# Small workshop build



## philpolish (23 Dec 2021)

Hi all been away from woodworking for many years but getting back into it. I am wanting to build a small 8 x 6 workshop/ shed. With the price of timber I am looking for alternative building methods to keep the price down. I do not want to spend 500 - £600 on a flimsy one. Other options I have looked into is a metal one but to hot or cold not easily insulated. Another idea concrete block walls and timber roof. Has anybody else found a low cost solutin.
Thanks Phil.


----------



## Jones (23 Dec 2021)

You can make your own sips 8 X 8 ft on a 4 x4 " frame. Use 100 mm polystyrene (jablite) panels with 4x1 edging and a 2x1 centre stud.
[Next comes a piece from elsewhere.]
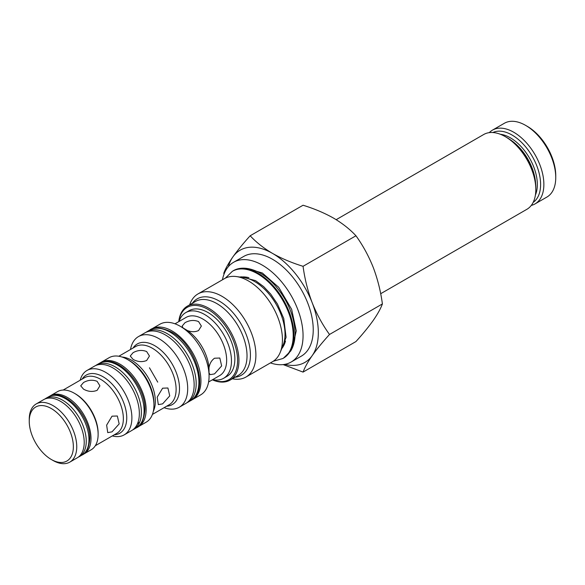 <?xml version="1.0" encoding="UTF-8"?>
<svg xmlns="http://www.w3.org/2000/svg" width="585" height="585" viewBox="0 0 585 585"><rect width="100%" height="100%" fill="white"/><g stroke="black" fill="none" stroke-linecap="round" stroke-linejoin="round"><path stroke-width="0.88" d="M492.855 132.532A40.365 23.305 60 0 1 512.058 135.04A40.365 23.305 60 0 1 540.606 184.48A40.365 23.305 60 0 1 533.176 202.366M246.746 268.369L262.343 272.99L278.701 287.293L291.644 309.326L296.266 330.847L292.478 347.578M149.46 367.782L157.738 382.129M137.387 423.92L139.764 421.931M380.674 293.721L526.873 209.313A43.188 24.936 -120 0 0 535.816 189.54A43.188 24.936 -120 0 0 505.279 136.649L505.279 136.649A43.188 24.936 -120 0 0 483.685 134.513L336.17 219.682M535.816 189.54L535.816 187.58A40.789 23.546 -120 0 0 506.976 137.629L505.279 136.649M531.282 205.415A42.588 24.585 -120 0 0 535.048 203.902A42.588 24.585 -120 0 0 543.867 184.407A42.588 24.585 -120 0 0 513.754 132.247A42.588 24.585 -120 0 0 492.46 130.141A42.588 24.585 -120 0 0 489.272 132.641M222.439 279.805A57.579 33.243 60 0 1 233.554 262.307A57.579 33.243 60 0 1 262.343 265.159A57.579 33.243 60 0 1 299.959 315.893A57.579 33.243 60 0 1 291.133 362.035A57.579 33.243 60 0 1 270.424 362.912M233.554 262.307L243.733 256.427A57.579 33.243 60 0 1 272.522 259.279A57.579 33.243 60 0 1 310.138 310.021A57.579 33.243 60 0 1 301.312 356.155L291.133 362.035M535.048 203.902L546.931 197.043A42.588 24.585 -120 0 0 555.75 177.547A42.588 24.585 -120 0 0 525.637 125.387L525.637 125.387A42.588 24.585 -120 0 0 504.343 123.281L492.46 130.141M555.75 177.547L555.75 175.588A40.189 23.203 -120 0 0 527.334 126.367L525.637 125.387L527.334 126.367M189.679 304.814A47.985 27.7 60 0 1 197.979 293.926L224.516 278.606A47.985 27.7 60 0 1 236.398 276.566A47.985 27.7 60 0 1 248.508 280.983A47.985 27.7 60 0 1 280.2 352.441A47.985 27.7 60 0 1 272.5 361.713L245.963 377.032A47.985 27.7 60 0 1 232.384 378.78M197.979 293.926A47.985 27.7 60 0 1 221.971 296.302A47.985 27.7 60 0 1 253.312 338.583A47.985 27.7 60 0 1 245.963 377.032M178.754 321.648A42.705 24.658 60 0 1 187.383 306.138A42.705 24.658 60 0 1 208.735 308.251A42.705 24.658 60 0 1 236.632 345.881A42.705 24.658 60 0 1 230.088 380.104A42.705 24.658 60 0 1 212.34 379.819M178.871 321.582A41.747 24.102 60 0 1 208.055 309.428A41.747 24.102 60 0 1 237.495 357.961A41.747 24.102 60 0 1 212.457 379.753M179.083 321.457A37.908 21.886 60 0 1 185.708 312.639A37.908 21.886 60 0 1 204.662 314.518A37.908 21.886 60 0 1 229.43 347.921A37.908 21.886 60 0 1 223.616 378.298A37.908 21.886 60 0 1 212.677 379.628M223.616 378.298L227.009 376.338A37.908 21.886 -120 0 0 232.823 345.962A37.908 21.886 -120 0 0 208.055 312.558A37.908 21.886 -120 0 0 189.101 310.686L185.708 312.639M175.01 323.805L186.11 317.399A33.586 19.393 60 0 1 202.9 319.066A33.586 19.393 60 0 1 224.845 348.66A33.586 19.393 60 0 1 219.697 375.577L208.596 381.983M182.973 327.856L182.176 326.057L184.984 322.715C189.503 320.178 194.03 319.798 198.556 321.575L201.372 326.057L198.556 330.547C195.229 332.083 191.522 332.083 187.441 330.547A33.586 19.393 60 0 1 208.984 367.848C209.679 363.563 211.529 360.353 214.534 358.217L219.828 358.035L221.649 365.925L214.534 373.888L210.234 374.656L209.137 373.237M187.441 330.547L180.238 326.276A40.789 23.546 60 0 1 209.079 376.228A40.789 23.546 60 0 1 200.626 394.897L192.487 399.599A40.789 23.546 60 0 1 191.478 400.125M209.079 376.228L208.984 367.848M150.74 329.567A40.789 23.546 60 0 1 151.698 328.953A40.789 23.546 60 0 1 172.092 330.971A40.789 23.546 60 0 1 198.739 366.912A40.789 23.546 60 0 1 192.487 399.599M130.499 349.508A40.789 23.546 60 0 1 138.47 336.594A40.789 23.546 60 0 1 158.864 338.613A40.789 23.546 60 0 1 187.697 388.564A40.789 23.546 60 0 1 179.251 407.24A40.789 23.546 60 0 1 164.085 407.686M179.251 407.24L185.701 403.518A40.789 23.546 -120 0 0 191.953 370.832A40.789 23.546 -120 0 0 165.306 334.891A40.789 23.546 -120 0 0 144.912 332.872L138.47 336.594M162.623 388.191L167.917 388.001L169.738 395.899L162.623 403.862L158.323 404.623L157.197 397.135L162.623 388.191M146.645 351.541L149.46 356.024L146.645 360.521C142.126 362.283 137.607 361.903 133.073 359.38L130.265 356.024L133.073 352.689C137.592 350.152 142.111 349.764 146.645 351.541M153.943 405.12L153.943 403.328A34.99 20.204 -120 0 0 129.197 360.47L127.647 359.578A37.184 21.47 60 0 1 153.943 405.12A37.184 21.47 60 0 1 146.235 422.143L138.433 426.648A37.184 21.47 60 0 1 137.431 427.167M100.291 362.846A37.184 21.47 60 0 1 101.249 362.239A37.184 21.47 60 0 1 119.845 364.082A37.184 21.47 60 0 1 144.137 396.849A37.184 21.47 60 0 1 138.433 426.648M80.174 380.221A37.184 21.47 60 0 1 86.997 370.466A37.184 21.47 60 0 1 105.593 372.309A37.184 21.47 60 0 1 129.885 405.076A37.184 21.47 60 0 1 124.188 434.874A37.184 21.47 60 0 1 112.32 435.905M124.188 434.874L131.647 430.567A37.184 21.47 -120 0 0 137.351 400.769A37.184 21.47 -120 0 0 113.059 367.994A37.184 21.47 -120 0 0 94.463 366.159L86.997 370.466M112.02 416.176L117.344 416.001L119.172 423.906L112.02 431.847L107.742 432.622L106.638 425.141L112.02 416.176M49.506 396.33A33.586 19.393 60 0 1 50.456 395.716L57.579 391.606A33.586 19.393 60 0 1 74.375 393.266L75.392 393.859A32.146 18.559 60 0 1 98.126 433.229L98.126 434.406A33.586 19.393 60 0 1 91.172 449.777L84.043 453.894A33.586 19.393 60 0 1 83.041 454.406M97.11 381.318L99.918 385.829L97.11 390.349C92.591 392.096 88.072 391.694 83.538 389.157L80.723 385.829L83.538 382.517C88.057 379.957 92.576 379.563 97.11 381.318M75.392 393.859L74.375 393.266A33.586 19.393 60 0 1 98.126 434.406M50.456 395.716A33.586 19.393 60 0 1 67.253 397.383A33.586 19.393 60 0 1 89.191 426.977A33.586 19.393 60 0 1 84.043 453.894M29.25 421.28L29.25 419.321A33.586 19.393 60 0 1 36.204 403.942A33.586 19.393 60 0 1 53.001 405.61A33.586 19.393 60 0 1 76.752 446.743A33.586 19.393 60 0 1 69.798 462.121A33.586 19.393 60 0 1 53.001 460.461L51.304 459.481A31.188 18.011 60 0 1 29.25 421.28A31.188 18.011 60 0 1 51.304 408.549A31.188 18.011 60 0 1 73.359 446.743A31.188 18.011 60 0 1 51.304 459.481M69.798 462.121L77.257 457.814A33.586 19.393 -120 0 0 82.405 430.896A33.586 19.393 -120 0 0 60.467 401.295A33.586 19.393 -120 0 0 43.67 399.635L36.204 403.942M382.4 303.929C380.703 308.551 377.661 314.035 373.267 320.383C368.652 326.854 362.883 333.911 355.951 341.552L303.059 372.089C304.756 367.468 307.798 361.983 312.193 355.643C316.807 349.172 322.576 342.108 329.509 334.466L382.4 303.929C380.703 291.308 377.661 279.162 373.267 267.491C368.652 255.945 362.883 245.371 355.951 235.77C349.947 229.283 342.496 223.404 333.596 218.139C324.478 213.006 314.299 208.699 303.059 205.233L250.168 235.77C243.243 243.418 237.466 250.475 232.859 256.947C228.457 263.294 225.415 268.771 223.726 273.392M329.509 334.466C322.576 324.872 316.807 314.299 312.193 302.752C307.798 291.074 304.756 278.928 303.059 266.307L355.951 235.77M303.059 266.307C291.82 262.84 281.641 258.541 272.522 253.4C263.623 248.135 256.171 242.263 250.168 235.77M283.14 364.594L303.059 372.089M228.406 266.606A64.774 37.396 60 0 1 232.859 256.947A64.774 37.396 60 0 1 272.522 253.4A64.774 37.396 60 0 1 312.193 302.752A64.774 37.396 60 0 1 312.193 355.643A64.774 37.396 60 0 1 284.836 364.345M151.698 328.953L159.844 324.251A40.789 23.546 60 0 1 180.238 326.276L183.207 328.097M101.249 362.239L109.051 357.735A37.184 21.47 60 0 1 127.647 359.578L129.197 360.47M510.785 140.122A38.149 22.025 60 0 1 535.567 183.039M535.414 194.995A38.149 22.025 -120 0 0 510.369 137.826A38.149 22.025 -120 0 0 500.358 134.272M293.889 335.095A50.383 29.089 60 0 1 283.454 358.159L290.657 351.088C293.626 346.203 295.096 340.316 295.089 333.428C294.511 316.529 287.966 300.683 275.462 285.889C270.46 280.244 265.115 275.842 259.433 272.69C246.899 266.095 237.685 267.871 233.071 270.892A50.383 29.089 60 0 1 258.263 273.385A50.383 29.089 60 0 1 293.889 335.095M225.305 278.175L232.399 271.286A50.383 29.089 60 0 1 257.59 273.78A50.383 29.089 60 0 1 290.504 318.174A50.383 29.089 60 0 1 282.774 358.546L283.454 358.159M285.487 341.033A42.222 24.38 60 0 1 281.78 348.587M280.2 352.441L283.016 345.559A42.997 24.826 -120 0 0 254.614 281.524A42.997 24.826 -120 0 0 243.769 277.575L236.398 276.566M192.355 303.264A44.109 25.469 60 0 1 219.229 301.048A44.109 25.469 60 0 1 249.327 344.96A44.109 25.469 60 0 1 235.06 377.237M230.088 380.104L238.183 375.431A42.705 24.658 -120 0 0 244.727 341.209A42.705 24.658 -120 0 0 216.83 303.578A42.705 24.658 -120 0 0 195.478 301.465L187.383 306.138M187.734 402.341A40.789 23.546 60 0 0 196.18 383.672A40.789 23.546 60 0 0 167.339 333.713A40.789 23.546 60 0 0 146.952 331.695L149.665 330.13A40.789 23.546 60 0 1 170.059 332.148A40.789 23.546 60 0 1 196.699 368.089A40.789 23.546 60 0 1 190.447 400.776L186.659 402.904M152.422 414.421L169.16 404.754A33.586 19.393 -120 0 0 176.114 389.376A33.586 19.393 -120 0 0 152.363 348.243A33.586 19.393 -120 0 0 135.574 346.576L118.828 356.243M133.058 348.024A34.99 20.204 60 0 1 160.897 350.144A34.99 20.204 60 0 1 179.507 388.564A34.99 20.204 60 0 1 166.652 406.202M122.031 357.033A33.586 19.393 60 0 1 131.596 360.236A33.586 19.393 60 0 1 153.336 411.255M144.1 410.802A37.184 21.47 60 0 1 136.4 427.825C141.175 425.975 144.02 419.913 144.941 409.624C145.68 384.908 117.066 352.55 99.216 363.417A37.184 21.47 60 0 1 117.804 365.252A37.184 21.47 60 0 1 144.1 410.802M99.216 363.417L96.496 364.981A37.184 21.47 60 0 1 115.091 366.824A37.184 21.47 60 0 1 141.387 412.366A37.184 21.47 60 0 1 133.687 429.39L132.605 429.953M82.141 379.087A33.557 19.371 60 0 1 103.026 376.755A33.557 19.371 60 0 1 126.024 410.721A33.557 19.371 60 0 1 114.294 434.772M95.311 445.726L116.7 433.383A32.146 18.559 -120 0 0 121.629 407.621A32.146 18.559 -120 0 0 100.62 379.292A32.146 18.559 -120 0 0 84.547 377.698L63.165 390.041M88.964 439.693A33.586 19.393 60 0 1 82.01 455.072C86.463 453.207 89.066 447.686 89.812 438.516C90.499 416.14 64.533 387.007 48.423 396.893A33.586 19.393 60 0 1 65.213 398.553A33.586 19.393 60 0 1 88.964 439.693M44.679 399.124L45.703 398.458A33.586 19.393 60 0 1 62.5 400.125A33.586 19.393 60 0 1 84.445 429.719A33.586 19.393 60 0 1 79.297 456.636L82.01 455.072M240.523 277.129A42.222 24.38 60 0 1 248.917 277.692M239.879 277.041L241.291 276.815L255.55 280.639L263.63 286.591L270.68 294.058L277.444 304.003L283.754 318.518L286.087 337.304L281.531 349.186M149.665 330.13C153.855 326.635 161.131 327.256 171.5 332.009C195.785 344.85 210.161 390.692 190.447 400.776M133.687 429.39L136.4 427.825M232.399 271.286L233.071 270.892M273.261 361.245L282.774 358.546M146.952 331.695L145.921 332.346M96.496 364.981L95.472 365.632M45.703 398.458L48.423 396.893M78.207 457.199L79.297 456.636"/></g></svg>
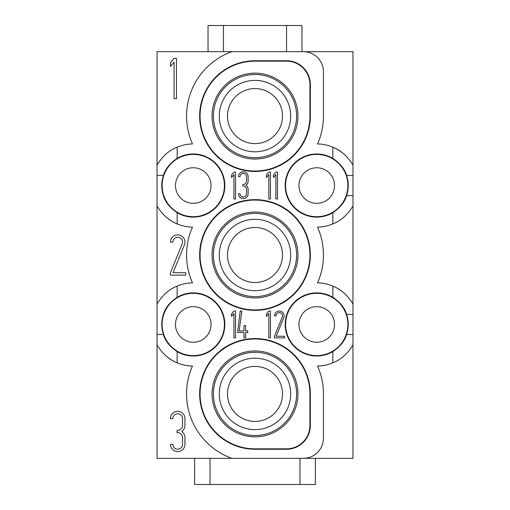 <?xml version="1.0" encoding="UTF-8"?>
<svg xmlns="http://www.w3.org/2000/svg" width="510" height="510" viewBox="0 0 510 510"><rect width="100%" height="100%" fill="white"/><g stroke="black" fill="none" stroke-linecap="round" stroke-linejoin="round"><path stroke-width="0.76" d="M332.845 158.4A31.569 31.569 0 0 0 285.173 185.544A31.569 31.569 0 0 0 332.845 212.695C340.132 207.806 344.715 202.107 346.602 195.61L346.583 195.61A31.499 31.499 0 0 0 346.583 175.485L346.602 175.478C344.715 168.982 340.132 163.289 332.845 158.4L332.845 147.186A41.603 41.603 0 0 0 317.52 143.947A68.448 68.448 0 0 0 323.448 116.095L323.448 71.802A20.132 20.132 0 0 0 303.316 51.669L157.029 51.669L157.029 175.478L163.417 175.485A31.499 31.499 0 0 0 163.417 195.61L163.398 195.61C165.285 202.107 169.868 207.806 177.155 212.695L177.155 223.909A41.603 41.603 0 0 0 192.48 227.141A68.448 68.448 0 0 0 192.48 282.859A41.603 41.603 0 0 0 177.155 286.091L177.155 297.304C169.868 302.194 165.285 307.893 163.398 314.389L163.417 314.389A31.499 31.499 0 0 0 163.417 334.515L163.398 334.522C165.285 341.018 169.868 346.711 177.155 351.6L177.155 362.814A41.603 41.603 0 0 0 192.48 366.053A68.448 68.448 0 0 0 231.871 458.331L352.971 458.331L352.971 314.389L346.602 314.389C344.715 307.893 340.132 302.194 332.845 297.304L332.845 286.091A41.603 41.603 0 0 0 317.52 282.859A68.448 68.448 0 0 0 317.52 227.141A41.603 41.603 0 0 0 332.845 223.909L332.845 212.695M332.845 297.304A31.569 31.569 0 0 0 285.173 324.456A31.569 31.569 0 0 0 332.845 351.6C340.132 346.711 344.715 341.018 346.602 334.522L346.583 334.515A31.499 31.499 0 0 0 346.583 314.389M303.316 458.331A20.132 20.132 0 0 0 323.448 438.198L323.448 393.905A68.448 68.448 0 0 0 317.52 366.053A41.603 41.603 0 0 0 332.845 362.814L332.845 351.6M177.155 351.6A31.569 31.569 0 0 0 224.827 324.456A31.569 31.569 0 0 0 177.155 297.304M177.155 212.695A31.569 31.569 0 0 0 224.827 185.544A31.569 31.569 0 0 0 177.155 158.4C169.868 163.289 165.285 168.982 163.398 175.478M231.871 51.669A68.448 68.448 0 0 0 192.48 143.947A41.603 41.603 0 0 0 177.155 147.186L177.155 158.4M199.646 255A55.354 55.354 0 0 0 255 310.354A55.354 55.354 0 0 0 310.354 255A55.354 55.354 0 0 0 255 199.646A55.354 55.354 0 0 0 199.646 255M310.354 393.905A55.354 55.354 0 0 0 255 338.557A55.354 55.354 0 0 0 199.646 393.905A55.354 55.354 0 0 0 255 449.259L286.537 449.259A23.811 23.811 0 0 0 310.354 425.448L310.354 393.905L309.933 393.905L309.933 425.448A23.396 23.396 0 0 1 286.537 448.845L255 448.845A54.933 54.933 0 0 1 200.067 393.905A54.933 54.933 0 0 1 255 338.971A54.933 54.933 0 0 1 309.933 393.905M255 60.741A55.354 55.354 0 0 0 199.646 116.095A55.354 55.354 0 0 0 255 171.443A55.354 55.354 0 0 0 310.354 116.095L310.354 84.552A23.811 23.811 0 0 0 286.537 60.741L255 60.741L255 61.155L286.537 61.155A23.396 23.396 0 0 1 309.933 84.552L309.933 116.095A54.933 54.933 0 0 1 255 171.028A54.933 54.933 0 0 1 200.067 116.095A54.933 54.933 0 0 1 255 61.155M233.931 174.63L233.931 198.97L235.537 198.97L235.537 172.125L233.931 172.125L231.514 175.006L231.514 177.512L233.931 174.63M248.121 189.235A4.832 4.832 0 0 0 245.96 185.213A4.832 4.832 0 0 0 248.121 181.184L248.121 176.619A4.832 4.832 0 0 0 243.289 171.787A4.832 4.832 0 0 0 238.457 176.619L240.07 176.619A3.219 3.219 0 0 1 243.289 173.4A3.219 3.219 0 0 1 246.508 176.619L246.508 181.184A3.219 3.219 0 0 1 243.289 184.403L242.887 184.403L242.887 186.016L243.289 186.016A3.219 3.219 0 0 1 246.508 189.235L246.508 193.8A3.219 3.219 0 0 1 243.289 197.019A3.219 3.219 0 0 1 240.07 193.8L238.457 193.8A4.832 4.832 0 0 0 243.289 198.632A4.832 4.832 0 0 0 248.121 193.8L248.121 189.235M270.434 198.97L270.434 172.125L268.821 172.125L266.405 175.006L266.405 177.512L268.821 174.63L268.821 198.97L270.434 198.97M275.872 174.63L275.872 198.97L277.478 198.97L277.478 172.125L275.872 172.125L273.456 175.006L273.456 177.512L275.872 174.63M282.272 317.08L274.463 336.262L274.463 337.875L284.663 337.875L284.663 336.262L276.197 336.262L283.764 317.685A4.832 4.832 0 0 0 280.219 311.125A4.832 4.832 0 0 0 274.463 315.862L276.069 315.862A3.219 3.219 0 0 1 279.295 312.643A3.219 3.219 0 0 1 282.272 317.08M270.434 337.875L270.434 311.03L268.821 311.03L266.405 313.911L266.405 316.417L268.821 313.535L268.821 337.875L270.434 337.875M237.552 332.507L243.997 332.507L243.997 337.875L245.603 337.875L245.603 332.507L247.752 332.507L247.752 330.894L245.603 330.894L245.603 325.527L243.997 325.527L243.997 330.894L239.177 330.894L241.861 311.03L240.235 311.03L237.552 332.507M235.537 337.875L235.537 311.03L233.931 311.03L231.514 313.911L231.514 316.417L233.931 313.535L233.931 337.875L235.537 337.875M285.587 185.544A31.148 31.148 0 0 1 316.735 154.396A31.148 31.148 0 0 1 347.884 185.544A31.148 31.148 0 0 1 316.735 216.693A31.148 31.148 0 0 1 285.587 185.544M316.735 203.331A17.78 17.78 0 0 0 334.522 185.544A17.78 17.78 0 0 0 316.735 167.764A17.78 17.78 0 0 0 298.956 185.544A17.78 17.78 0 0 0 316.735 203.331M346.583 195.61L352.971 195.61L352.971 175.478L346.583 175.485M346.602 195.61L352.971 195.61L352.971 314.389L346.602 314.389M303.316 51.669L352.971 51.669L352.971 175.478L346.602 175.478M231.871 458.331L157.029 458.331L157.029 175.478L163.417 175.485M282.514 393.905A27.514 27.514 0 0 0 255 366.397A27.514 27.514 0 0 0 227.485 393.905A27.514 27.514 0 0 0 255 421.419A27.514 27.514 0 0 0 282.514 393.905M219.306 393.905A35.694 35.694 0 0 1 255 358.211A35.694 35.694 0 0 1 290.694 393.905A35.694 35.694 0 0 1 255 429.605A35.694 35.694 0 0 1 219.306 393.905M296.603 393.905A41.603 41.603 0 0 0 255 352.302A41.603 41.603 0 0 0 213.397 393.905A41.603 41.603 0 0 0 255 435.514A41.603 41.603 0 0 0 296.603 393.905M297.948 393.905A42.948 42.948 0 0 0 255 350.963A42.948 42.948 0 0 0 212.052 393.905A42.948 42.948 0 0 0 255 436.853A42.948 42.948 0 0 0 297.948 393.905M282.514 255A27.514 27.514 0 0 0 255 227.485A27.514 27.514 0 0 0 227.485 255A27.514 27.514 0 0 0 255 282.514A27.514 27.514 0 0 0 282.514 255M219.306 255A35.694 35.694 0 0 1 255 219.306A35.694 35.694 0 0 1 290.694 255A35.694 35.694 0 0 1 255 290.694A35.694 35.694 0 0 1 219.306 255M296.603 255A41.603 41.603 0 0 0 255 213.397A41.603 41.603 0 0 0 213.397 255A41.603 41.603 0 0 0 255 296.603A41.603 41.603 0 0 0 296.603 255M297.948 255A42.948 42.948 0 0 0 255 212.052A42.948 42.948 0 0 0 212.052 255A42.948 42.948 0 0 0 255 297.948A42.948 42.948 0 0 0 297.948 255M309.933 255A54.933 54.933 0 0 1 255 309.933A54.933 54.933 0 0 1 200.067 255A54.933 54.933 0 0 1 255 200.067A54.933 54.933 0 0 1 309.933 255M282.514 116.095A27.514 27.514 0 0 0 255 88.581A27.514 27.514 0 0 0 227.485 116.095A27.514 27.514 0 0 0 255 143.603A27.514 27.514 0 0 0 282.514 116.095M219.306 116.095A35.694 35.694 0 0 1 255 80.395A35.694 35.694 0 0 1 290.694 116.095A35.694 35.694 0 0 1 255 151.789A35.694 35.694 0 0 1 219.306 116.095M296.603 116.095A41.603 41.603 0 0 0 255 74.486A41.603 41.603 0 0 0 213.397 116.095A41.603 41.603 0 0 0 255 157.698A41.603 41.603 0 0 0 296.603 116.095M297.948 116.095A42.948 42.948 0 0 0 255 73.147A42.948 42.948 0 0 0 212.052 116.095A42.948 42.948 0 0 0 255 159.037A42.948 42.948 0 0 0 297.948 116.095M211.044 324.456A17.78 17.78 0 0 0 193.264 306.669A17.78 17.78 0 0 0 175.478 324.456A17.78 17.78 0 0 0 193.264 342.236A17.78 17.78 0 0 0 211.044 324.456M162.116 324.456A31.148 31.148 0 0 1 193.264 293.307A31.148 31.148 0 0 1 224.413 324.456A31.148 31.148 0 0 1 193.264 355.604A31.148 31.148 0 0 1 162.116 324.456M163.398 334.522L157.029 334.522L163.417 334.515M157.029 344.894C162.39 353.698 169.103 359.671 177.155 362.814A41.603 41.603 0 0 1 166.088 355.961M177.155 286.091C169.103 289.24 162.39 295.213 157.029 304.011M166.088 217.05A41.603 41.603 0 0 0 177.155 223.909C169.103 220.76 162.39 214.786 157.029 205.989M172.864 242.116A4.832 4.832 0 0 1 177.697 237.284A4.832 4.832 0 0 1 182.529 242.116A4.832 4.832 0 0 0 177.697 237.284A4.832 4.832 0 0 0 172.864 242.116L170.448 242.116A7.248 7.248 0 0 1 177.697 234.868A7.248 7.248 0 0 1 184.41 244.851L173.056 272.716L185.748 272.716L185.748 275.132L170.448 275.132L170.448 272.716L182.172 243.939A4.832 4.832 0 0 0 182.529 242.116M224.413 185.544A31.148 31.148 0 0 1 193.264 216.693A31.148 31.148 0 0 1 162.116 185.544A31.148 31.148 0 0 1 193.264 154.396A31.148 31.148 0 0 1 224.413 185.544M193.264 203.331A17.78 17.78 0 0 0 211.044 185.544A17.78 17.78 0 0 0 193.264 167.764A17.78 17.78 0 0 0 175.478 185.544A17.78 17.78 0 0 0 193.264 203.331M177.155 147.186C169.103 150.329 162.39 156.302 157.029 165.106M176.485 58.382L174.069 58.382L170.448 62.698L170.448 66.459L174.069 62.137L174.069 98.647L176.485 98.647L176.485 58.382M177.697 430.281L177.091 430.281L177.091 432.697L177.697 432.697A4.832 4.832 0 0 1 182.529 437.529L182.529 444.369A4.832 4.832 0 0 1 177.697 449.202A4.832 4.832 0 0 1 172.864 444.369L170.448 444.369A7.248 7.248 0 0 0 177.697 451.618A7.248 7.248 0 0 0 184.945 444.369L184.945 437.529A7.248 7.248 0 0 0 181.7 431.486A7.248 7.248 0 0 0 184.945 425.448L184.945 418.602A7.248 7.248 0 0 0 177.697 411.353A7.248 7.248 0 0 0 170.448 418.602L172.864 418.602A4.832 4.832 0 0 1 177.697 413.769A4.832 4.832 0 0 1 182.529 418.602L182.529 425.448A4.832 4.832 0 0 1 177.697 430.281M334.522 324.456A17.78 17.78 0 0 0 316.735 306.669A17.78 17.78 0 0 0 298.956 324.456A17.78 17.78 0 0 0 316.735 342.236A17.78 17.78 0 0 0 334.522 324.456M285.587 324.456A31.148 31.148 0 0 1 316.735 293.307A31.148 31.148 0 0 1 347.884 324.456A31.148 31.148 0 0 1 316.735 355.604A31.148 31.148 0 0 1 285.587 324.456M346.583 334.515L352.971 334.522L346.602 334.522M332.845 362.814C340.897 359.671 347.61 353.698 352.971 344.894M352.971 304.011C347.61 295.213 340.897 289.24 332.845 286.091A41.603 41.603 0 0 1 343.912 292.95M332.845 223.909C340.897 220.76 347.61 214.786 352.971 205.989M194.603 458.331L194.603 484.5L315.397 484.5L315.397 458.331M299.963 484.5L299.963 458.331M210.037 458.331L210.037 484.5M343.912 154.039A41.603 41.603 0 0 0 332.845 147.186C340.897 150.329 347.61 156.302 352.971 165.106M286.537 51.669L286.537 25.5L223.463 25.5L223.463 51.669M223.463 25.5L208.029 25.5L208.029 51.669M301.971 51.669L301.971 25.5L286.537 25.5M255 448.845L255 449.259M286.537 449.259L286.537 448.845M309.933 425.448L310.354 425.448M309.933 116.095L310.354 116.095M310.354 84.552L309.933 84.552M286.537 61.155L286.537 60.741"/></g></svg>

Spray on instastick gun foam then nail on a 9 mm OSB panel with ring shank nails on both sides. Fix to frame with wafer head screws next to but not through edging. Fill corners with offcuts and clad outside. For roof use 800 rafter spacing to support panels. System used by Alex Wade architect for large and small builds.


----------



## MARK.B. (23 Dec 2021)

Where are you near to Phil ?, any building works nearing completion ?, over the years I have been lucky enough to score some great bargains (often free) by talking to the site Agent/Manager , have found even recently with the cost of of materials so high that they( some not all). just want rid as it is cheaper in the long run. Give or send them a nice bottle of something and you might get a call when the next site is wrapping up.


----------



## Jameshow (24 Dec 2021)

How about an old supermarket delivery van back or by van box. About the right size waterproof and secure. 

Or build yourself a shed from 22mm cladding 3x2 and 18mm ply. 

8x6" isn't too big. 

Cheers James


----------